As mentioned previously, the species composition of lactobacilli was unique among individual. This must depend on bacterial sources, at which the infants could acquire for lactobacilli. The dominant species found in the exclusively breast-fed infant (B1-D infant) were L. crispatus and L. gasseri, whereas L. fermentum, L. crispatus, and L. gasseri were dominant species in the other (B1-E infant). This result is related to the composition of breastmilk microbiota, which functioned as a major and continuous source of beneficial bacteria to infants. In general, breastmilk contains a diverse population of bacteria depending on maternal gut microbiota and health status. Consequently, it also provided a postnatal microbial link as its high diversity of microbes could possibly contribute to infant microbial colonization [48]. Moreover, the shifts of infant gut bacterial community were associated with the proportion of breast-feeding in a dose-dependent manner [49].
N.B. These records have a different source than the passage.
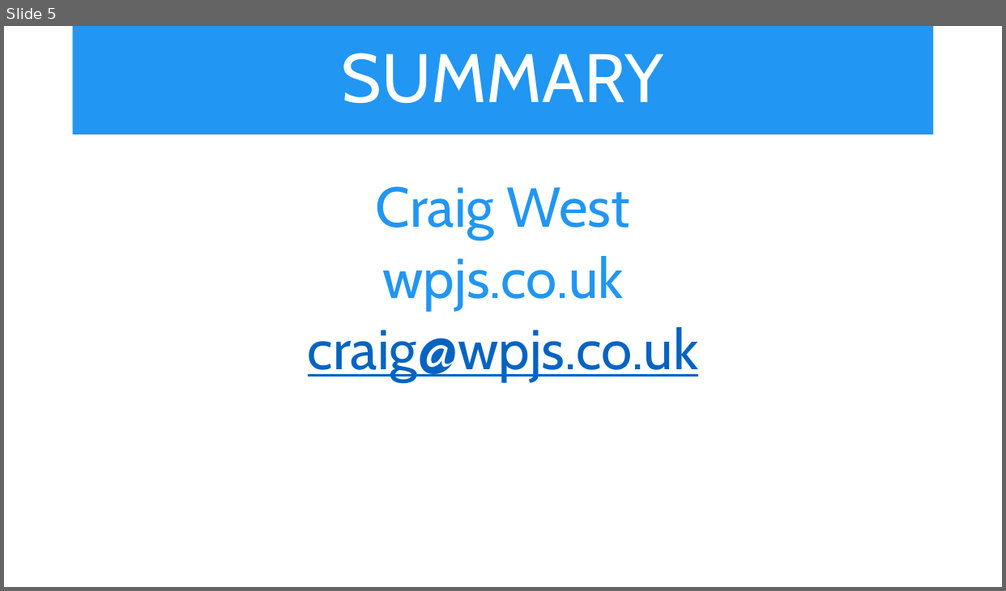
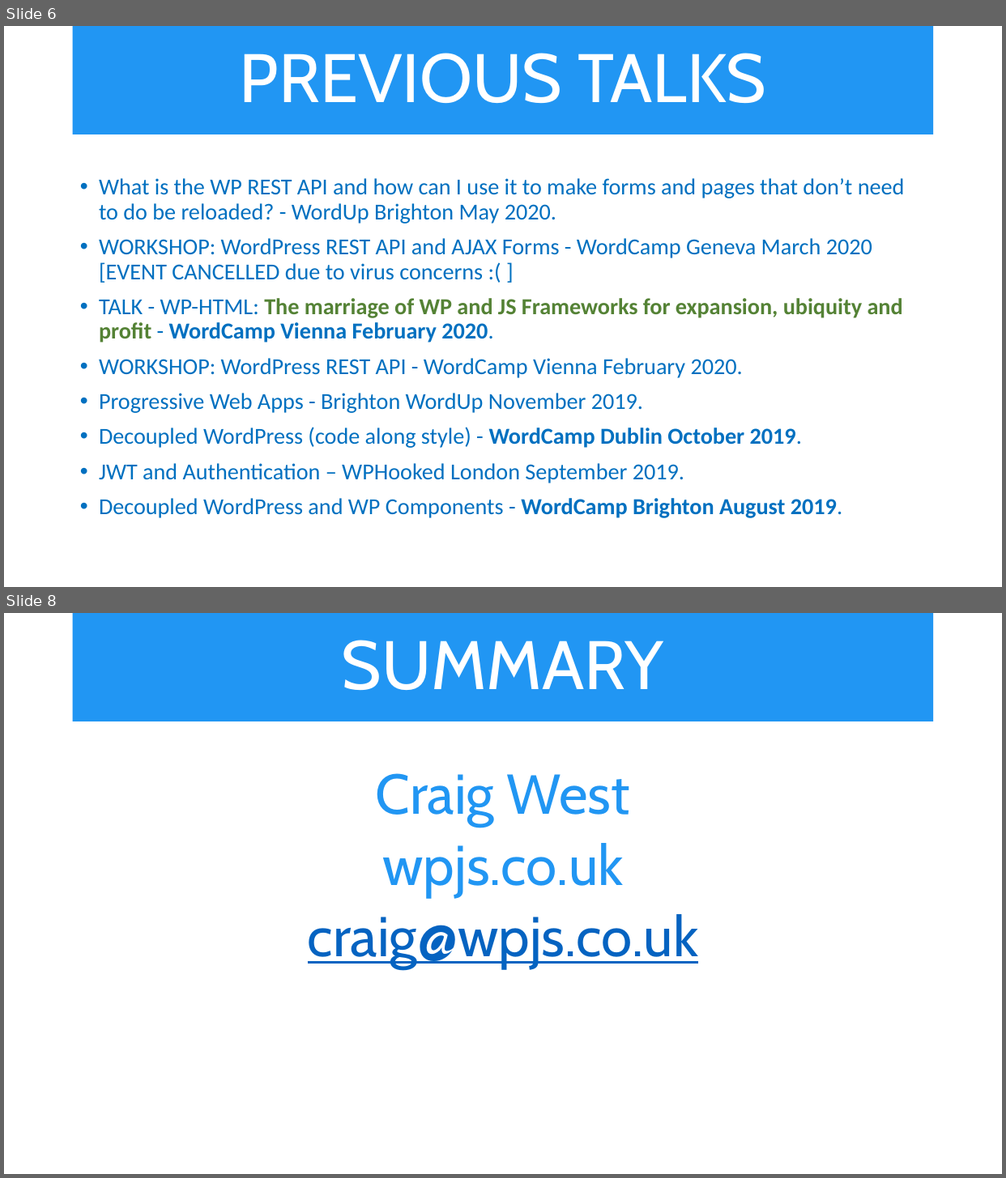
Before and after one commit to aniWeyn/pwa, a slide deck: PWA.pptx. Shown one above the other, each under a label of ours: slide 5 before the commit, slides 6 and 8 after it; the slides between them are not shown. The pictures are 1006x591 and 1006x1178 pixels, drawn with LibreOffice and Linux fonts; fonts in the diff are those of the drawing. Boxes give left, top, right and bottom in pixels: in the first picture for what was removed or moved away, otherwise in the second. Text is boxed around its words. In the diff, an @@ line names an element or a change of style, - is before the commit and + after.

```diff
--- a/PWA.pptx
+++ b/PWA.pptx
@@ slide 6 added at box(4, 26, 1002, 587), background #FFFFFF @@
@@ title added at box(73, 26, 934, 135), fill #2196F3, 66 pt, text #FFFFFF @@
+PREVIOUS TALKS
@@ text added at box(99, 178, 905, 518), 22 pt, text #0070C0 @@
+• What is the WP REST API and how can I use it to make forms and pages that don’t need to do be reloaded? - WordUp Brighton May 2020.
+• WORKSHOP: WordPress REST API and AJAX Forms - WordCamp Geneva March 2020 [EVENT CANCELLED due to virus concerns :( ]
+• TALK - WP-HTML: The marriage of WP and JS Frameworks for expansion, ubiquity and profit - WordCamp Vienna February 2020.
+• WORKSHOP: WordPress REST API - WordCamp Vienna February 2020.
+• Progressive Web Apps - Brighton WordUp November 2019.
+• Decoupled WordPress (code along style) - WordCamp Dublin October 2019.
+• JWT and Authentication – WPHooked London September 2019.
+• Decoupled WordPress and WP Components - WordCamp Brighton August 2019.
@@ what was slide 5 is now slide 8 @@
```
Also in this commit, not shown: 4 slides changed, 2 other slides added, 1 other file.

The establishment of stable gut microbiota generally accompanied certain transitions that occurred soon after birth, during lactation and during weaning period, at which solid foods were introduced.[8]. However, this study demonstrated that many species, including L. plantarum, L. crispatus, L. rhamnosus, L. fermentum, L. paracasei, and L. gasseri, appeared at the first week after birth and constantly persisted thereafter even though the solid foods were introduced. They could also resume after antibiotic treatment and change of infant formula confirming the importance of early establishment at the first week of life. These permanent colonizers were likely true or indigenous species residing in infant gut. L. plantarum, L. acidophilus, L. gasseri and L. delbrueckii were the most frequently detected lactobacilli in breastmilk, which could be vertically passed to infants. Moreover, the infants receiving the combination feeding harbored multiple strains of L. plantarum compared with other infants. Likewise, multiple strains of L. gasseri and L. fermentum appeared to be enriched in both infants exclusively fed on FOS-GOS- and inulin-GOS-containing formulae. This provided preliminary information that breastmilk could be a major continuous supply for the indigenous strains of lactobacilli, while prebiotic ingredients sustained and nourished their abundance. This also depended on the ability of such strains to utilize the prebiotics available in either breastmilk or commercial infant formulae.

Conclusion

The rapid development of lactobacilli was noted in the infants with combination diets between breastmilk and infant prebiotic-supplementing formulae. Breast-feeding and combination feeding have promoting effect on growth and persistency of certain lactobacillus species in Thai healthy infants. These included L. plantarum, L. fermentum, L. crispatus, L. paracasei, and L. gasseri, which were dominant with multiple strains. They were most likely acquired from breastmilk, which constantly fed to infants. This preliminary result suggested the combination feeding could provide infants with potential indigenous lactobacillus species present in breastmilk, apart from natural prebiotic HMOs. Thus, breastmilk could be claimed as natural source of synbiotic component. Meanwhile, the prebiotic-supplementing infant formulae enhance and sustain their growth and persistency in infant gut. This preliminary result can lead to further investigation performing on larger group of Thai infants to confirm and support the efficacy of breastmilk, prebiotic, probiotic-containing diets in combination of breastmilk on the abundance and diversity of lactobacilli at the species level and to understand their influence on maintaining good gut bacterial profile once antibiotics are introduced.